My answer? We shouldn’t have started the whole petri dish scenario. But for sure, doing so should be with the intention of bringing the fetus or fetuses to term. IMO, obviously.

If your hypothetical is that this circumstance was created without any realistic options for implanting the fetus or fetuses, then what you have here is, well, a crappy situation, one without clear solutions. And one that was created deliberately and unnecessarily.

To answer the other question, we are not required to artificially “force” twins to occur. Having created that scenario, though, we are obliged to respect the distinct entities that have been created. My advice? Let’s not muck around in petri dishes and we can avoid such dilemmas. :wink:

I don’t think so. We don’t make the killing of a teenager a worse crime than the killing of someone 40 years old (all other things being equal). But in either circumstance you’ve destroyed that person’s future and you’ve committed a felony.
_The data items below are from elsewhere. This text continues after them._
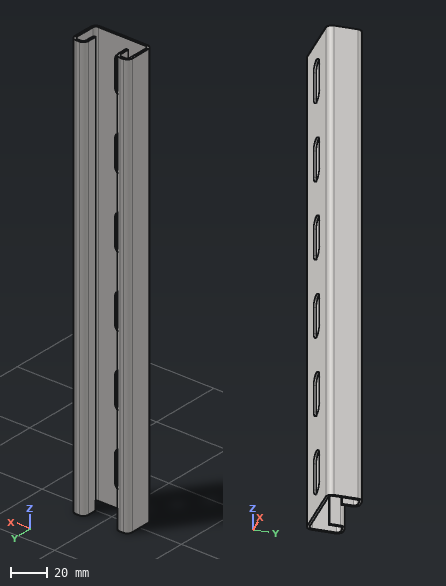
import cadquery as cq

LENGTH = 300.0
WIDTH = 41.0
DEPTH = 21.0

SHEET = 1.5
BEND_RADIUS = 3.5
LIP_WIDTH = 9.5
LIP_DEPTH = 10.0

SLOT_COUNT = 6
SLOT_PITCH = LENGTH / SLOT_COUNT
SLOT_LENGTH = 27.0
SLOT_WIDTH = 10.2


def rounded_tube():
    """Closed tube with rounded corners, one sheet thick, before it is opened."""
    outer = cq.Workplane("XY").box(WIDTH, DEPTH, LENGTH)
    outer = outer.edges("|Z").fillet(BEND_RADIUS)
    inner = cq.Workplane("XY").box(WIDTH - 2 * SHEET, DEPTH - 2 * SHEET, LENGTH)
    inner = inner.edges("|Z").fillet(BEND_RADIUS - SHEET)
    return outer.cut(inner)


def lip(side):
    """Flange and returned lip on one side; side is -1 for -X and +1 for +X."""
    flange_center = (side * (WIDTH - LIP_WIDTH) / 2, (DEPTH - LIP_DEPTH) / 2)
    flange = cq.Workplane("XY").center(*flange_center).box(LIP_WIDTH, LIP_DEPTH, LENGTH)
    flange = flange.edges("|Z and >Y").fillet(BEND_RADIUS)
    hollow = (
        cq.Workplane("XY")
        .center(flange_center[0], flange_center[1] - SHEET)
        .box(LIP_WIDTH - 2 * SHEET, LIP_DEPTH, LENGTH)
        .edges("|Z and >Y")
        .fillet(BEND_RADIUS - SHEET)
    )
    return flange.cut(hollow)


def web_slots():
    """Evenly pitched round-ended slots through the web, running along Z."""
    return (
        cq.Workplane("XZ", origin=(0, -DEPTH / 2 + SHEET, 0))
        .rarray(3, SLOT_PITCH, 1, SLOT_COUNT)
        .slot2D(SLOT_LENGTH, SLOT_WIDTH, 90)
        .extrude(2 * SHEET)
    )


result = rounded_tube()
open_side = cq.Workplane("XY").center(0, DEPTH / 2).box(WIDTH, 2 * LIP_DEPTH, LENGTH)
result = result.cut(open_side)
for side in (-1, 1):
    result = result.union(lip(side))
result = result.cut(web_slots())

In civil suits, of course, a person’s age can be a factor. Wrongful death lawsuits can produce different results if the plaintiff was an “in his prime” wage earner, as opposed to an 85-year-old retiree. So the law does contemplate such distinctions in instances where damages are concerned. Or so I have read.

As a minor note, the mucking around isn’t done just for the heck of it. These procedures are typically specifically sought by women who want very much to become pregnant, but can’t for some medical reason, and to maximize the chance of a successful pregnancy, multiple fertilized embryos are created.

So, is it worth destroying a few dozens microscopic embryos as by-products of one successful pregnancy? Block the use of petri dishes and you deny a child to someone who genuinely wants one.

Though, again, I feel it’s a huge mistake to get into hairsplitting arguments over when, if ever, a fetus becomes a person. The entire debate is irrelevant.